*PROBLEM TO WORK ON*: The whole listing, apart from its images, should be restated word for word.

*SUPPLIED RECORDS*:
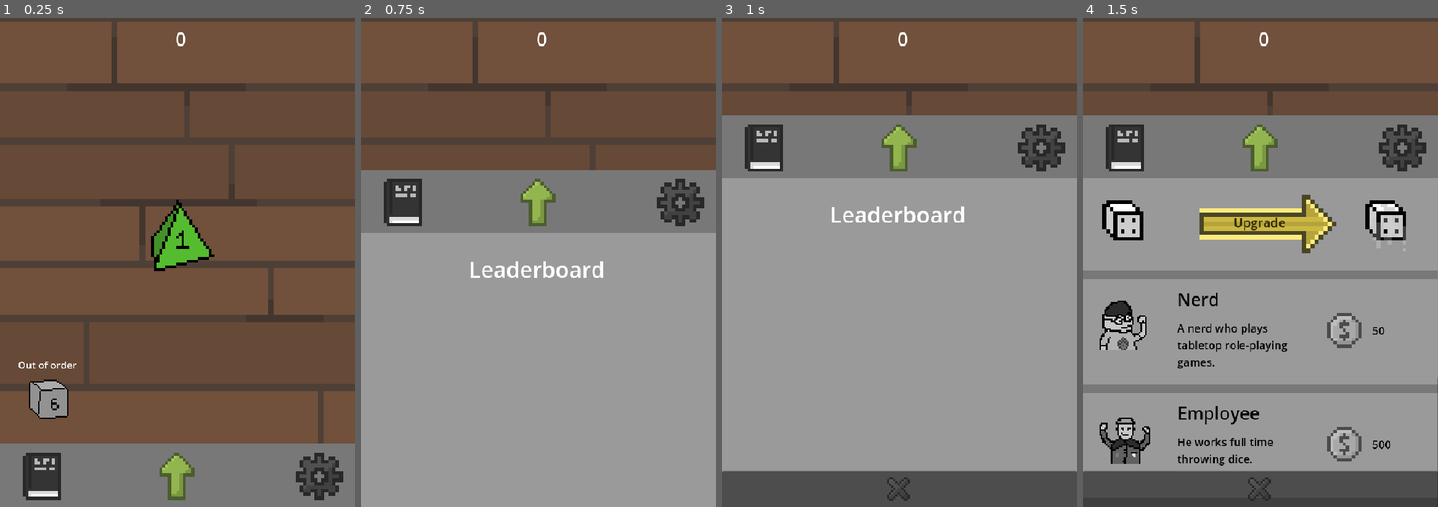
Above: before the commit, frames 1-4 (left to right).
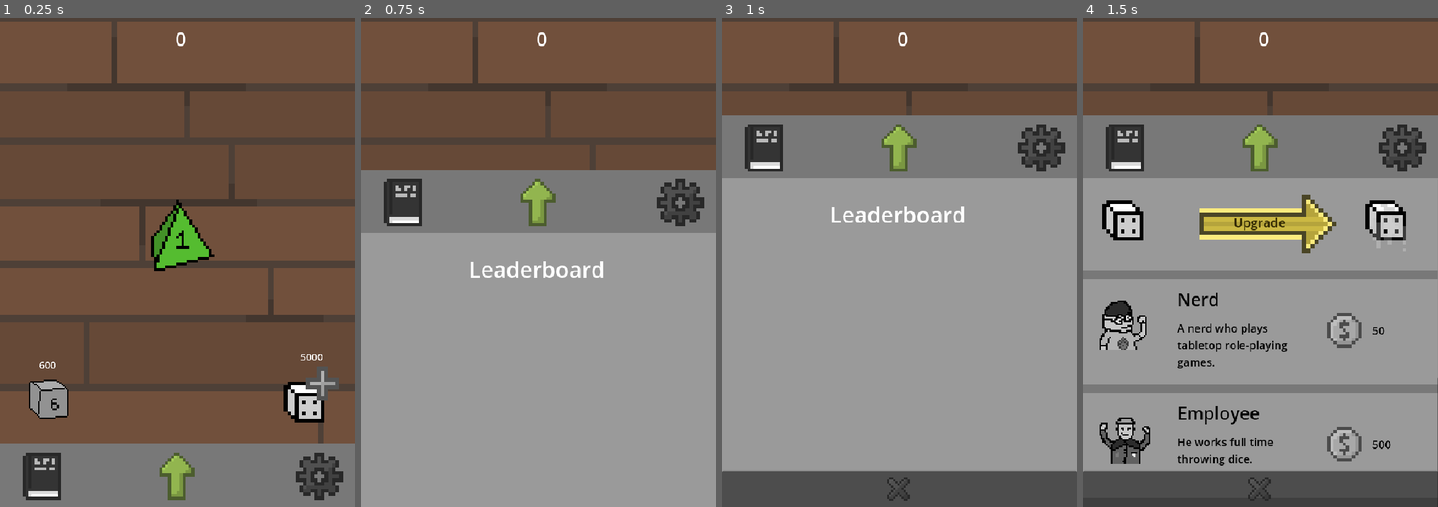
Above: after the commit, the same moments.

Repository: redsilvernight/DiceClicker
Game: Godot game, scene res://Scene/main.tscn
Same seed, same stepped clock (60 frames per second), same inputs: the game is played once before the commit and once after it.
Inputs (mouse positions are in pixels of both pictures, inside the frame that each line leads up to):
- Up to frame 1 (0.25 s): no input
- Up to frame 2 (0.75 s): click (403, 477) at 0.5 s
- Up to frame 3 (1 s): no input
- Up to frame 4 (1.5 s): click (1260, 150) at 1.25 s

The runs differ from the first frame. In frame 1, 1.3% of the frame differs, in the area x 5-96%, y 68-83%; in frame 2, nothing differs; in frame 3, nothing differs; in frame 4, nothing differs.

Commit message:
working multiple dices

Diff:
--- a/Scene/hud.tscn
+++ b/Scene/hud.tscn
@@ -71,7 +71,6 @@
 texture = ExtResource("2_fmoiy")
 
 [node name="addDice" type="Button" parent="."]
-visible = false
 z_index = 1
 anchors_preset = 6
 anchor_left = 1.0
@@ -99,8 +98,9 @@
 anchor_right = 0.5
 anchor_bottom = 1.0
 offset_left = -108.0
-offset_top = -218.0
+offset_top = -200.0
 offset_right = 108.0
+offset_bottom = 18.0
 grow_horizontal = 2
 grow_vertical = 0
 texture = ExtResource("3_et0hg")
@@ -109,11 +109,12 @@
 z_as_relative = false
 layout_mode = 0
 offset_left = -16.0
-offset_top = -46.0
+offset_top = -40.0
 offset_right = 221.0
-offset_bottom = 4.0
+offset_bottom = 10.0
 theme_override_font_sizes/font_size = 36
-text = "Ajouter un dé"
+text = "5000"
+horizontal_alignment = 1
 
 [node name="addDiceFace" type="Button" parent="."]
 offset_left = 56.0
--- a/Script/Hud/hud.gd
+++ b/Script/Hud/hud.gd
@@ -9,7 +9,7 @@
 	var menu = menuScene.instantiate()
 	add_child(menu)
 
-	get_node("RollDice").connect("dice_rolled",updateScore)
+	get_node("RollDice").connect("dice_rolled", updateScore)
 	updateDiceFace()
 	canBuyUpgrade()
 
@@ -68,7 +68,10 @@
 		dice_face_upgrade.get_node("Label").text = "Out of order"
 
 	if Global.nbr_dice < Global.max_dice:
-		dice_upgrade_price = Global.nbr_dice * 10000
+		dice_upgrade_price = Global.nbr_dice * 5000
+		dice_upgrade.get_node("Label").text = str(dice_upgrade_price)
+	else:
+		dice_upgrade.get_node("Label").text = "Out of order"
 
 	if Global.score >= dice_face_upgrade_price and Global.nbr_dice_face != 20:
 		dice_face_upgrade.get_node("AnimatedSprite2D").material = null
@@ -76,11 +79,10 @@
 	else:
 		dice_face_upgrade.get_node("AnimatedSprite2D").material = ShaderManager.bwShaderMaterial()
 		dice_face_upgrade.disabled = true
-		dice_face_upgrade.get_node("Label").text = "Out of order"
 
-	if Global.score >= dice_upgrade_price and Global.nbr_dice != 5:
-		dice_upgrade.material = null
+	if Global.score >= dice_upgrade_price and Global.nbr_dice < Global.max_dice:
+		dice_upgrade.get_node("TextureRect").material = null
 		dice_upgrade.disabled = false
 	else:
-		dice_upgrade.material = ShaderManager.bwShaderMaterial()
+		dice_upgrade.get_node("TextureRect").material = ShaderManager.bwShaderMaterial()
 		dice_upgrade.disabled = true
--- a/Script/animatedDice.gd
+++ b/Script/animatedDice.gd
@@ -21,6 +21,11 @@
 			start_rolling()
 
 func start_rolling() -> void:
+	for child in $"..".get_children():
+		if child.scene_file_path == "res://Scene/animatedDice.tscn":
+			child.z_index = 0
+	z_index = 1
+
 	AudioManager.playRollingSound()
 	dice_rolling = true
 	$AnimatedSprite2D.play("roll_d" + str(Global.nbr_dice_face))
--- a/Script/global.gd
+++ b/Script/global.gd
@@ -10,7 +10,7 @@
 var menu_is_open: bool = false
 
 var all_dice_face: Array = [4, 6, 8, 10, 12, 20]
-var max_dice: int = 5
+var max_dice: int = 3
 
 var nbr_dice_face: int = all_dice_face[0]
 var nbr_dice: int = 1
@@ -24,6 +24,7 @@
 @onready var all_rollers: Dictionary = getRollers()
 @onready var all_dice: Array = getDice()
 @onready var icon_current_nbr_face: CompressedTexture2D = getIconCurrentNbrFace()
+@onready var DiceScene = load("res://Scene/animatedDice.tscn")
 
 func _ready() -> void:
 	connect("tree_exiting", Callable(self, "_on_tree_exiting"))
@@ -64,14 +65,23 @@
 func addDiceFace():
 	if all_dice_face.find(nbr_dice_face) + 1 < all_dice_face.size() :
 		nbr_dice_face = all_dice_face[all_dice_face.find(nbr_dice_face) + 1]
-		get_parent().get_node("Main").get_node("Hud").get_node("RollDice").get_node("AnimatedSprite2D").animation = "score_d" + str(Global.nbr_dice_face)
-		get_parent().get_node("Main").get_node("Hud").get_node("RollDice").get_node("AnimatedSprite2D").frame = 1
+		var allDices = get_parent().get_node("Main").get_node("Hud").get_children()
+		for dice in allDices:
+			if dice.scene_file_path == "res://Scene/animatedDice.tscn":
+				dice.get_node("AnimatedSprite2D").animation = "score_d" + str(Global.nbr_dice_face)
+				dice.get_node("AnimatedSprite2D").frame = 1
 		get_parent().get_node("Main").get_node("Hud").updateDiceFace()
 		getIconCurrentNbrFace()
 
 func addDice():
 	if nbr_dice < max_dice:
 		nbr_dice += 1
+		var newDice = DiceScene.instantiate()
+		newDice.connect("dice_rolled", get_parent().get_node("Main").get_node("Hud").updateScore)
+		var newPosX = randf_range(screen_size.x * 0.1, screen_size.x * 0.9)
+		var newPosY = randf_range(screen_size.y * 0.2, screen_size.y * 0.6)
+		newDice.position = Vector2(newPosX, newPosY)
+		get_parent().get_node("Main").get_node("Hud").add_child(newDice)
 
 func saveGame():
 	var buyed_roller: Dictionary
--- a/Script/main.gd
+++ b/Script/main.gd
@@ -1,4 +1,16 @@
 extends Node2D
+
+@onready var DiceScene = load("res://Scene/animatedDice.tscn")
+
+func _ready() -> void:
+	if Global.nbr_dice > 1:
+		for i in range(Global.nbr_dice - 1):
+			var newDice = DiceScene.instantiate()
+			newDice.connect("dice_rolled", $Hud.updateScore)
+			var newPosX = randf_range(get_viewport_rect().size.x * 0.1, get_viewport_rect().size.x * 0.9)
+			var newPosY = randf_range(get_viewport_rect().size.y * 0.2, get_viewport_rect().size.y * 0.6)
+			newDice.position = Vector2(newPosX, newPosY)
+			$Hud.add_child(newDice)
 
 func _process(_delta: float) -> void:
 	autoClick()

*RESPONSE BOX*:
Above: before the commit, frames 1-4 (left to right).
Above: after the commit, the same moments.

Repository: redsilvernight/DiceClicker
Game: Godot game, scene res://Scene/main.tscn
Same seed, same stepped clock (60 frames per second), same inputs: the game is played once before the commit and once after it.
Inputs (mouse positions are in pixels of both pictures, inside the frame that each line leads up to):
- Up to frame 1 (0.25 s): no input
- Up to frame 2 (0.75 s): click (403, 477) at 0.5 s
- Up to frame 3 (1 s): no input
- Up to frame 4 (1.5 s): click (1260, 150) at 1.25 s

The runs differ from the first frame. In frame 1, 1.3% of the frame differs, in the area x 5-96%, y 68-83%; in frame 2, nothing differs; in frame 3, nothing differs; in frame 4, nothing differs.

Commit message:
working multiple dices

Diff:
--- a/Scene/hud.tscn
+++ b/Scene/hud.tscn
@@ -71,7 +71,6 @@
 texture = ExtResource("2_fmoiy")
 
 [node name="addDice" type="Button" parent="."]
-visible = false
 z_index = 1
 anchors_preset = 6
 anchor_left = 1.0
@@ -99,8 +98,9 @@
 anchor_right = 0.5
 anchor_bottom = 1.0
 offset_left = -108.0
-offset_top = -218.0
+offset_top = -200.0
 offset_right = 108.0
+offset_bottom = 18.0
 grow_horizontal = 2
 grow_vertical = 0
 texture = ExtResource("3_et0hg")
@@ -109,11 +109,12 @@
 z_as_relative = false
 layout_mode = 0
 offset_left = -16.0
-offset_top = -46.0
+offset_top = -40.0
 offset_right = 221.0
-offset_bottom = 4.0
+offset_bottom = 10.0
 theme_override_font_sizes/font_size = 36
-text = "Ajouter un dé"
+text = "5000"
+horizontal_alignment = 1
 
 [node name="addDiceFace" type="Button" parent="."]
 offset_left = 56.0
--- a/Script/Hud/hud.gd
+++ b/Script/Hud/hud.gd
@@ -9,7 +9,7 @@
 	var menu = menuScene.instantiate()
 	add_child(menu)
 
-	get_node("RollDice").connect("dice_rolled",updateScore)
+	get_node("RollDice").connect("dice_rolled", updateScore)
 	updateDiceFace()
 	canBuyUpgrade()
 
@@ -68,7 +68,10 @@
 		dice_face_upgrade.get_node("Label").text = "Out of order"
 
 	if Global.nbr_dice < Global.max_dice:
-		dice_upgrade_price = Global.nbr_dice * 10000
+		dice_upgrade_price = Global.nbr_dice * 5000
+		dice_upgrade.get_node("Label").text = str(dice_upgrade_price)
+	else:
+		dice_upgrade.get_node("Label").text = "Out of order"
 
 	if Global.score >= dice_face_upgrade_price and Global.nbr_dice_face != 20:
 		dice_face_upgrade.get_node("AnimatedSprite2D").material = null
@@ -76,11 +79,10 @@
 	else:
 		dice_face_upgrade.get_node("AnimatedSprite2D").material = ShaderManager.bwShaderMaterial()
 		dice_face_upgrade.disabled = true
-		dice_face_upgrade.get_node("Label").text = "Out of order"
 
-	if Global.score >= dice_upgrade_price and Global.nbr_dice != 5:
-		dice_upgrade.material = null
+	if Global.score >= dice_upgrade_price and Global.nbr_dice < Global.max_dice:
+		dice_upgrade.get_node("TextureRect").material = null
 		dice_upgrade.disabled = false
 	else:
-		dice_upgrade.material = ShaderManager.bwShaderMaterial()
+		dice_upgrade.get_node("TextureRect").material = ShaderManager.bwShaderMaterial()
 		dice_upgrade.disabled = true
--- a/Script/animatedDice.gd
+++ b/Script/animatedDice.gd
@@ -21,6 +21,11 @@
 			start_rolling()
 
 func start_rolling() -> void:
+	for child in $"..".get_children():
+		if child.scene_file_path == "res://Scene/animatedDice.tscn":
+			child.z_index = 0
+	z_index = 1
+
 	AudioManager.playRollingSound()
 	dice_rolling = true
 	$AnimatedSprite2D.play("roll_d" + str(Global.nbr_dice_face))
--- a/Script/global.gd
+++ b/Script/global.gd
@@ -10,7 +10,7 @@
 var menu_is_open: bool = false
 
 var all_dice_face: Array = [4, 6, 8, 10, 12, 20]
-var max_dice: int = 5
+var max_dice: int = 3
 
 var nbr_dice_face: int = all_dice_face[0]
 var nbr_dice: int = 1
@@ -24,6 +24,7 @@
 @onready var all_rollers: Dictionary = getRollers()
 @onready var all_dice: Array = getDice()
 @onready var icon_current_nbr_face: CompressedTexture2D = getIconCurrentNbrFace()
+@onready var DiceScene = load("res://Scene/animatedDice.tscn")
 
 func _ready() -> void:
 	connect("tree_exiting", Callable(self, "_on_tree_exiting"))
@@ -64,14 +65,23 @@
 func addDiceFace():
 	if all_dice_face.find(nbr_dice_face) + 1 < all_dice_face.size() :
 		nbr_dice_face = all_dice_face[all_dice_face.find(nbr_dice_face) + 1]
-		get_parent().get_node("Main").get_node("Hud").get_node("RollDice").get_node("AnimatedSprite2D").animation = "score_d" + str(Global.nbr_dice_face)
-		get_parent().get_node("Main").get_node("Hud").get_node("RollDice").get_node("AnimatedSprite2D").frame = 1
+		var allDices = get_parent().get_node("Main").get_node("Hud").get_children()
+		for dice in allDices:
+			if dice.scene_file_path == "res://Scene/animatedDice.tscn":
+				dice.get_node("AnimatedSprite2D").animation = "score_d" + str(Global.nbr_dice_face)
+				dice.get_node("AnimatedSprite2D").frame = 1
 		get_parent().get_node("Main").get_node("Hud").updateDiceFace()
 		getIconCurrentNbrFace()
 
 func addDice():
 	if nbr_dice < max_dice:
 		nbr_dice += 1
+		var newDice = DiceScene.instantiate()
+		newDice.connect("dice_rolled", get_parent().get_node("Main").get_node("Hud").updateScore)
+		var newPosX = randf_range(screen_size.x * 0.1, screen_size.x * 0.9)
+		var newPosY = randf_range(screen_size.y * 0.2, screen_size.y * 0.6)
+		newDice.position = Vector2(newPosX, newPosY)
+		get_parent().get_node("Main").get_node("Hud").add_child(newDice)
 
 func saveGame():
 	var buyed_roller: Dictionary
--- a/Script/main.gd
+++ b/Script/main.gd
@@ -1,4 +1,16 @@
 extends Node2D
+
+@onready var DiceScene = load("res://Scene/animatedDice.tscn")
+
+func _ready() -> void:
+	if Global.nbr_dice > 1:
+		for i in range(Global.nbr_dice - 1):
+			var newDice = DiceScene.instantiate()
+			newDice.connect("dice_rolled", $Hud.updateScore)
+			var newPosX = randf_range(get_viewport_rect().size.x * 0.1, get_viewport_rect().size.x * 0.9)
+			var newPosY = randf_range(get_viewport_rect().size.y * 0.2, get_viewport_rect().size.y * 0.6)
+			newDice.position = Vector2(newPosX, newPosY)
+			$Hud.add_child(newDice)
 
 func _process(_delta: float) -> void:
 	autoClick()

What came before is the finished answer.